Small-Medium Data - 0mb - 100mb

Large Data - 100mb - 1TB

Big Data - 1TB+


Tools

Pandas

Documentation

  1. Read CSV file data in chunk size: The parameter essentially means the number of rows to be read into a dataframe at any single time in order to fit into the local memory.

    import pandas as pd
    # read the large csv file with specified chunksize 
    df_chunk = pd.read_csv(r'../input/data.csv', chunksize=1_000_000)
    
    The operation above resulted in a TextFileReader object for iteration. Strictly speaking, df_chunk is not a dataframe but an object for further operation in the next step.
    chunk_list = []  # append each chunk df here 
    
    # Each chunk is in df format
    for chunk in df_chunk:  
        # perform data filtering 
        chunk_filter = chunk_preprocessing(chunk)
    
        # Once the data filtering is done, append the chunk to list
        chunk_list.append(chunk_filter)
    
    # concat the list into dataframe 
    df_concat = pd.concat(chunk_list)
    

  2. Filter out unimportant columns to save memory

    # Filter out unimportant columns
    df = df[['col_1','col_2', 'col_3', 'col_4', 'col_5', 'col_6','col_7', 'col_8', 'col_9', 'col_10']]
    

  3. Change dtypes for columns

The simplest way to convert a pandas column of data to a different type is to use astype().

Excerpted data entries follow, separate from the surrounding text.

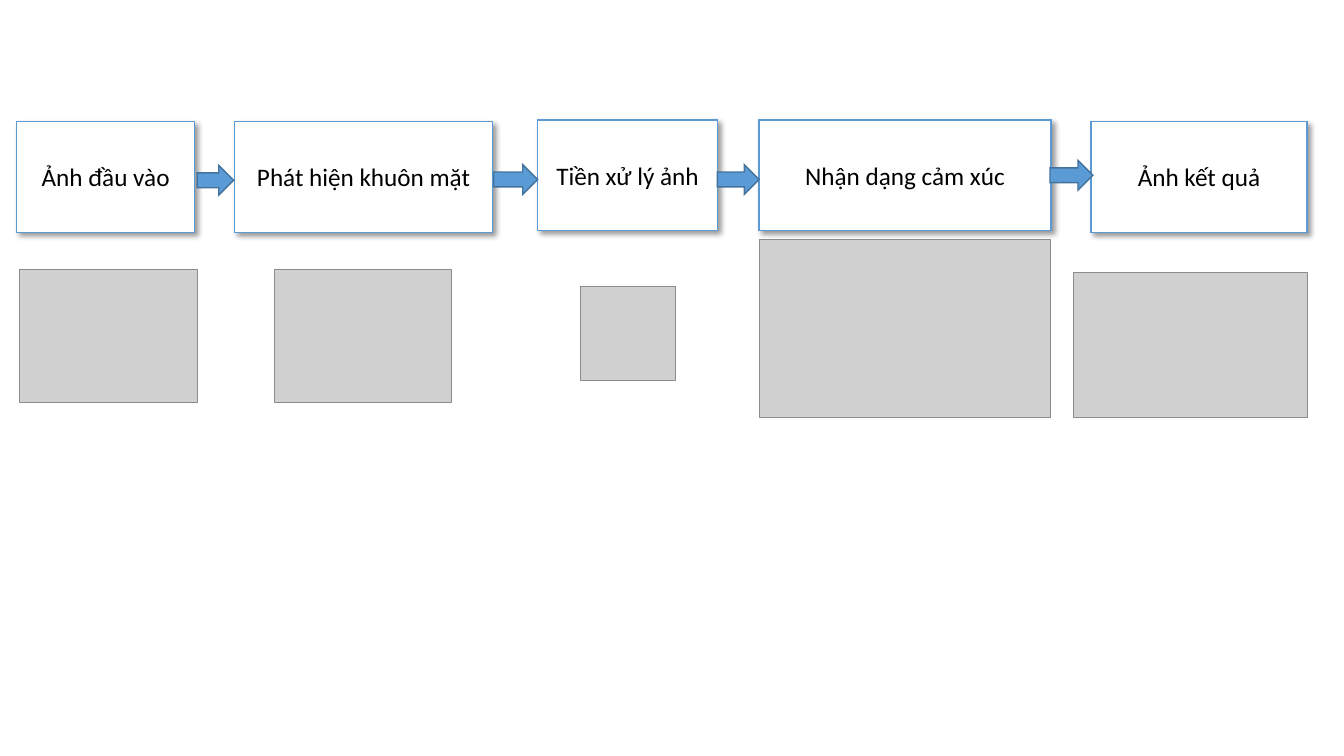
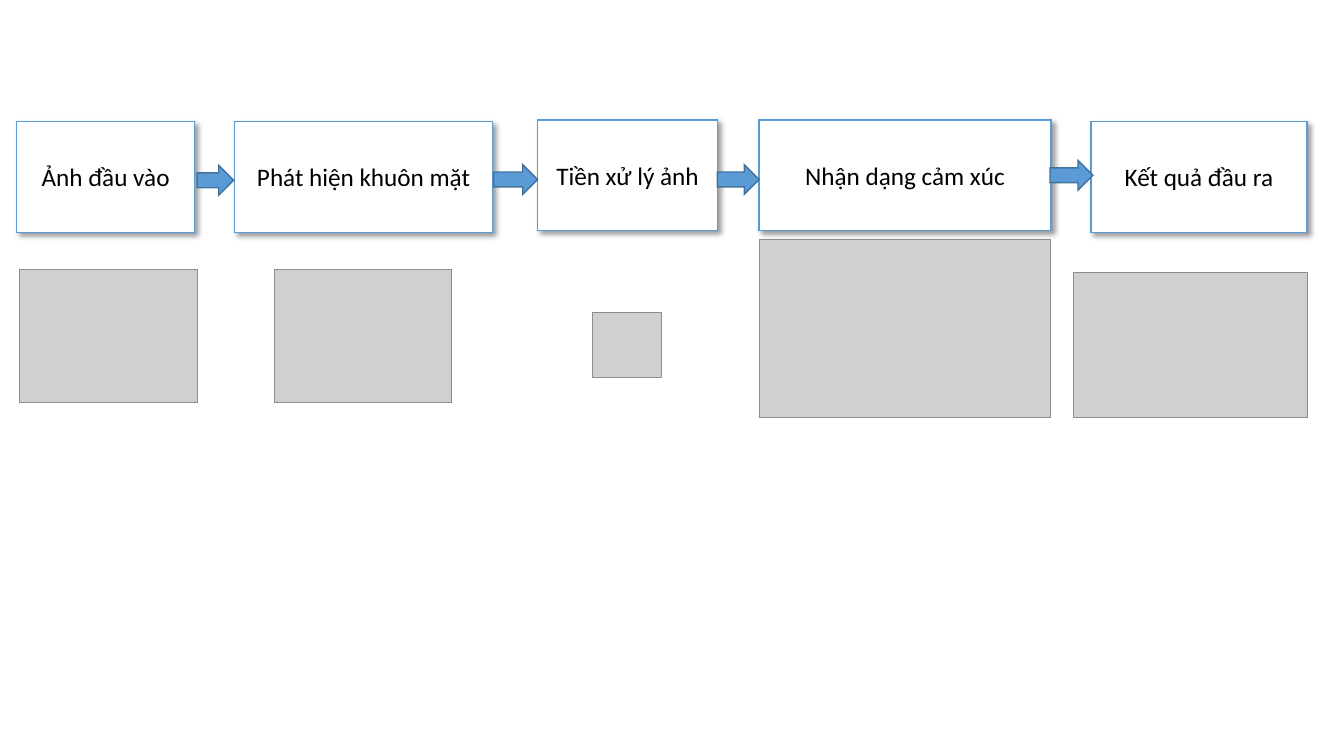
Before and after one commit to huyhnueit68/khoa-luan-tot-nghiep, a slide deck: slide 3 of Thư mục ảnh đi kèm/ve 2.pptx. Drawn at 1344x756 pixels with LibreOffice and Linux fonts; fonts in the diff are those of the drawing; grey boxes stand for pictures. Boxes give left, top, right and bottom in pixels: in the first picture for what was removed or moved away, otherwise in the second. Text is boxed around its words. In the diff, an @@ line names an element or a change of style, - is before the commit and + after.

```diff
--- a/Thư mục ảnh đi kèm/ve 2.pptx
+++ b/Thư mục ảnh đi kèm/ve 2.pptx
@@ text in rectangle at bbox=[1125, 167, 1273, 190]: text changed @@
-Ảnh kết quả
+Kết quả đầu ra
@@ picture removed at bbox=[581, 287, 677, 381] @@
@@ picture added at bbox=[593, 313, 661, 377] @@
```
Also in this commit, not shown: 9 other files.

# Change the dtypes (int64 -> int32)
df[['col_1','col_2', 
    'col_3', 'col_4', 'col_5']] = df[['col_1','col_2', 
                                      'col_3', 'col_4', 'col_5']].astype('int32')

# Change the dtypes (float64 -> float32)
df[['col_6', 'col_7',
    'col_8', 'col_9', 'col_10']] = df[['col_6', 'col_7',
                                       'col_8', 'col_9', 'col_10']].astype('float32')

Modin

Documentation

Modin is a DataFrame for datasets from 1MB to 1TB+

Modin uses Ray or Dask to provide an effortless way to speed up your pandas notebooks, scripts, and libraries. Pandas traditionally loads data into a single CPU core, Modin will spread that dataset over multiple cores, this makes it easy to scale and also to build out multiple clusters.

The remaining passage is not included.